The September 23, 1947 Twining memo (the real one) has none of these problems. It’s in the archives, it was used by the Project Blue Book director in his 1956 book, the file numbering and letterhead match other AMC documents of the era, and the signature matches Twining’s other documents. The two are often confused because both have Twining’s name on them. Only the 1947 one is authentic.

What’s actually contested

The interpretation has several layers of debate:

Maximalist reading (believers): Twining is the commanding general of Air Materiel Command saying that the UFO phenomenon is real, displays advanced flight characteristics, and could be foreign (possibly nuclear-propelled) technology. This is institutional confirmation of the UFO phenomenon at the highest level, three months after Roswell.

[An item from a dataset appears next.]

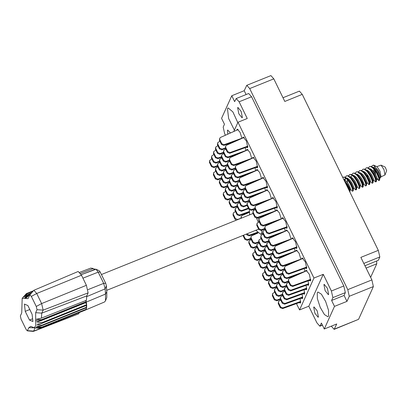 <?xml version="1.0" encoding="UTF-8"?>
<svg xmlns="http://www.w3.org/2000/svg" width="407" height="407" viewBox="0 0 407 407"><rect width="100%" height="100%" fill="white"/><g stroke="black" fill="none" stroke-linecap="round" stroke-linejoin="round"><path stroke-width="0.61" d="M237.81 122.604L232.875 111.854L228.159 107.947L227.472 108.689L228.622 118.493L234.391 130.159M328.597 316.02L328.505 310.195L325.631 301.48L321.408 294.215L317.943 292.028L317.251 292.77L317.343 298.596L320.217 307.316L324.44 314.575L327.905 316.763L328.597 316.02M237.642 107.779L237.927 107.468L241.132 111.406L242.369 117.465L242.084 117.776L238.878 113.838L237.642 107.779M328.637 294.337L327.401 288.278L324.196 284.34L323.911 284.651L325.147 290.71L328.347 294.648L328.637 294.337M318.422 316.936L317.185 310.872L313.985 306.934L313.695 307.244L314.932 313.304L318.137 317.241L318.422 316.936M227.823 134.178L227.427 130.372L227.717 130.062L230.448 133.013M331.313 326.16L334.167 329.37L336.757 323.967L324.298 328.988L334.513 306.39L346.968 301.373L349.272 296.281L347.756 289.642L371.876 279.924L360.872 257.372L378.327 250.341L379.843 256.975L378.322 260.343L364.952 265.73M241.956 138.38L240.044 132.209L237.195 129.126L236.752 130.204M246.362 147.237L247.431 147.705L247.731 147.385L246.444 141.081L243.111 136.986L242.669 138.065M251.785 158.532L249.873 152.36L247.024 149.277L246.581 150.356M261.615 178.683L259.702 172.512L256.853 169.429L256.41 170.508M271.444 198.84L269.531 192.664L266.682 189.586L266.239 190.659M256.191 167.389L257.26 167.857L257.56 167.536L256.273 161.233L252.94 157.138L252.498 158.216M266.02 187.541L267.089 188.009L267.389 187.688L266.102 181.39L262.769 177.294L262.327 178.368M245.869 150.671L245.248 147.639M255.698 170.823L255.077 167.791M265.527 190.975L264.906 187.942M275.356 211.131L274.735 208.094M285.185 231.283L284.564 228.246M295.014 251.434L294.393 248.397M304.843 271.586L304.222 268.549M275.849 207.692L276.918 208.165L277.218 207.84L275.931 201.541L272.598 197.446L272.156 198.519M285.678 227.844L286.747 228.317L287.042 227.996L285.76 221.693L282.427 217.597L281.985 218.671M295.507 247.995L296.576 248.468L296.871 248.148L295.589 241.844L292.257 237.749L291.814 238.823M299.237 302.589L300.305 303.062L300.6 302.742L300.127 298.565M301.236 298.163L302.304 298.631L302.604 298.311L302.126 294.134M303.24 293.732L304.309 294.2L304.609 293.879L304.131 289.703M305.245 289.301L306.313 289.774L306.608 289.448L306.135 285.271M307.244 284.869L308.313 285.343L308.613 285.022L308.135 280.84M281.273 218.991L279.36 212.815L276.511 209.737L276.068 210.811M291.102 239.143L289.189 232.967L286.34 229.889L285.897 230.962M300.931 259.295L299.018 253.118L296.169 250.04L295.726 251.114M305.336 268.147L306.405 268.62L306.7 268.299L305.418 261.996L302.086 257.901L301.643 258.979M309.249 280.438L310.317 280.911L310.617 280.591L309.33 274.287L305.998 270.192L305.555 271.271M366.102 268.091L376.76 263.797L370.624 277.365M334.452 329.065L358.572 319.347L373.392 286.564L349.272 296.281M378.327 250.341L302.269 94.393L284.814 101.424L273.814 78.866L249.695 88.584L246.81 85.302L244.22 90.705L231.766 95.726L221.55 118.32L224.44 124.247L223.168 127.07L224.684 133.705L225.432 135.241M347.756 289.642L249.695 88.584M283.002 97.711L299.379 91.112L302.269 94.393M376.76 263.797L376.607 261.035M346.968 301.373L344.078 295.446L331.624 300.463L332.895 297.639L331.379 291.005L323.234 274.303L308.816 306.201L316.961 322.904L319.846 326.185L321.408 323.056L324.298 328.988M331.624 300.463L334.513 306.39M331.379 291.005L343.839 285.989L345.355 292.623L344.078 295.446M323.234 274.303L313.955 278.042L237.968 122.248L247.247 118.508L239.102 101.806L236.218 98.525L234.656 101.653L231.766 95.726M233.771 131.532L237.968 122.248M313.955 278.042L299.532 309.941L296.444 303.602M308.816 306.201L299.532 309.941M343.839 285.989L251.557 96.79L239.102 101.806M246.093 94.546L244.22 90.705M236.218 98.525L248.672 93.508L251.557 96.79M246.81 85.302L270.925 75.59L273.814 78.866M358.572 319.347L334.167 329.37M371.876 279.924L373.392 286.564M211.905 158.959L209.727 160.363L209.758 161.732L211.798 165.919L214.087 166.85L217.282 165.695M209.727 160.363L209.437 162.444L211.477 166.626L213.767 167.562L217.516 166.204M307.02 270.619L289.352 278.48L288.543 279.273L288.573 280.647L290.613 284.834L292.903 285.765L310.75 279.304M288.543 279.273L288.253 281.354L290.293 285.541L292.582 286.472L310.76 279.894M303.108 258.328L285.434 266.188L284.63 266.987L284.661 268.355L286.701 272.542L288.99 273.473L306.837 267.012M284.63 266.987L284.34 269.063L286.38 273.25L288.67 274.181L306.842 267.603M235.475 211.554L233.297 212.958L233.328 214.331L235.368 218.513L237.657 219.449L240.852 218.289M233.297 212.958L233.008 215.038L235.053 219.225L236.294 220.207M225.646 191.402L223.468 192.806L223.499 194.18L225.544 198.362L227.828 199.298L231.023 198.138M223.468 192.806L223.178 194.887L225.224 199.074L227.508 200.005L231.257 198.647M215.817 171.25L213.639 172.654L213.67 174.023L215.715 178.21L217.999 179.141L221.194 177.986M213.639 172.654L213.349 174.735L215.395 178.917L217.679 179.853L221.428 178.495M297.191 250.468L279.523 258.328L278.714 259.122L278.744 260.495L280.789 264.682L283.074 265.613L300.921 259.152M278.714 259.122L278.424 261.202L280.469 265.389L282.753 266.32L295.553 261.686M287.362 230.316L269.693 238.176L268.885 238.97L268.915 240.344L270.96 244.531L273.245 245.462L291.091 239.001M268.885 238.97L268.595 241.051L270.64 245.238L272.924 246.169L285.724 241.534M277.533 210.165L259.864 218.025L259.055 218.818L259.086 220.192L261.131 224.374L263.415 225.31L281.262 218.844M259.055 218.818L258.766 220.899L260.811 225.086L263.095 226.017L275.895 221.383M288.716 282.3L286.538 283.704L286.574 285.078L288.614 289.265L290.898 290.196L308.75 283.735M286.538 283.704L286.253 285.785L288.293 289.972L290.578 290.903L308.755 284.325M278.887 262.149L276.709 263.553L276.745 264.926L278.785 269.108L281.069 270.044L284.264 268.885M276.709 263.553L276.424 265.634L278.464 269.821L280.749 270.752L284.503 269.393M269.058 241.997L266.88 243.401L266.916 244.775L268.956 248.957L271.24 249.893L274.435 248.733M266.88 243.401L266.595 245.482L268.635 249.669L270.92 250.6L274.674 249.242M259.228 221.846L257.051 223.25L257.087 224.623L259.127 228.805L261.411 229.741L264.606 228.581M257.051 223.25L256.766 225.33L258.806 229.517L261.091 230.448L264.845 229.09M286.711 286.732L284.534 288.136L284.569 289.509L286.609 293.691L288.894 294.627L306.746 288.161M284.534 288.136L284.249 290.216L286.289 294.403L288.578 295.334L306.751 288.751M276.882 266.58L274.705 267.984L274.74 269.358L276.78 273.54L279.07 274.476L282.265 273.316M274.705 267.984L274.42 270.065L276.46 274.252L278.749 275.183L282.499 273.825M267.053 246.428L264.876 247.832L264.911 249.206L266.951 253.388L269.241 254.324L272.436 253.164M264.876 247.832L264.591 249.913L266.631 254.1L268.92 255.031L272.67 253.673M284.712 291.163L282.534 292.567L282.565 293.94L284.605 298.122L286.894 299.059L304.741 292.592M282.534 292.567L282.244 294.648L284.289 298.835L286.574 299.766L304.751 293.182M274.883 271.011L272.705 272.415L272.736 273.784L274.781 277.971L277.065 278.902L280.26 277.747M272.705 272.415L272.415 274.496L274.46 278.678L276.745 279.614L280.494 278.256M265.054 250.86L262.876 252.264L262.907 253.632L264.952 257.819L267.236 258.75L270.431 257.595M262.876 252.264L262.586 254.344L264.631 258.526L266.916 259.463L270.665 258.104M282.707 295.594L280.53 296.998L280.565 298.367L282.606 302.554L284.89 303.485L302.742 297.024M280.53 296.998L280.245 299.079L282.285 303.261L284.569 304.197L302.747 297.614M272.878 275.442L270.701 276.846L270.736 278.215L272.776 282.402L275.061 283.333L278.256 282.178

Skeptical reading (Wojciechowski 2020 is the careful version): Twining and his team were responding to a real but mundane intelligence question — what are these reports? — by saying “we don’t know, but they look like real objects and warrant study.” This doesn’t endorse the extraterrestrial hypothesis. Twining’s language is hedged: “It is possible within the present U.S. knowledge… to construct a piloted aircraft which has the general description of the object.” His option set explicitly includes “domestic origin — the product of some high security project not known to AC/AS-2 or this Command.” This is consistent with the discs being a secret US program that AMC wasn’t read into.

Narrow Roswell reading: paragraph 2.h.(2) is significant. Twining writes that consideration must be given to “the lack of physical evidence in the shape of crash recovered exhibits which would undeniably prove the existence of these objects.” If Roswell had produced recovered material twelve weeks earlier, Twining (as AMC commander, the office that would receive any such material at Wright Field) should have known. Either Roswell didn’t produce recovered material, or Twining wasn’t read into the program that received it, or the memo is performing deniability. The first interpretation is what most career skeptics (and Wojciechowski) cite. The third is what some disclosure advocates argue.

What we can and cannot cite

The Twining memo is one of the most well-authenticated UFO documents in existence. Its authenticity is accepted by mainstream historians, skeptical analysts, and UFO researchers alike. You can cite it as a genuine 1947 Air Force institutional document without qualification.

What you cannot cite without qualification is its meaning. The memo establishes that AMC’s commanding general told Army Air Forces command that the phenomenon was real. It does not establish what the phenomenon was. Twining’s options (secret US program, foreign nation, no recovered material) are the same options being debated today, just with “non-human intelligence” added to the foreign-nation slot. The memo is load-bearing for the institutional reality of UFO investigation; it is not load-bearing for any particular hypothesis about what UFOs are.

How this connects to the broader credibility framework

The Twining memo is the cleanest end of the authenticity spectrum for UFO documents:

  • Twining memo (1947): National Archives provenance, used by institutional figure (Ruppelt) before public release, signature and format match, never disputed by signer or by skeptics. Authentic.
  • Project Blue Book files: declassified through normal channels, well-attested provenance, ~12,000 case reports. Authentic.
  • The three Pentagon UAP videos (Nimitz, Gimbal, GoFast): released by Chris Mellon to NYT/WaPo in 2017, later officially acknowledged by DoD as authentic Navy ATFLIR recordings. Authentic.
  • Grusch testimony (2023): real Congressional testimony, real ICIG complaint finding “credible and urgent.” Authentic process; underlying claims unverified.
  • Cutler/Twining memo (1954) and Majestic 12 documents: anonymous provenance, FBI declared bogus, typewriter anachronisms, mismatched signatures. Probably forged.
  • Bob Lazar’s documents: lost or never existed depending on the document; provenance failures across the board. Probably fabricated.

The Twining memo sets the high bar for what authentic 1940s UFO documents look like. Documents that don’t meet this bar (MJ-12, the Aquarius briefing fed to Linda Moulton Howe) should be treated as forgeries until proven otherwise. The standard isn’t unreasonable — Twining clears it easily.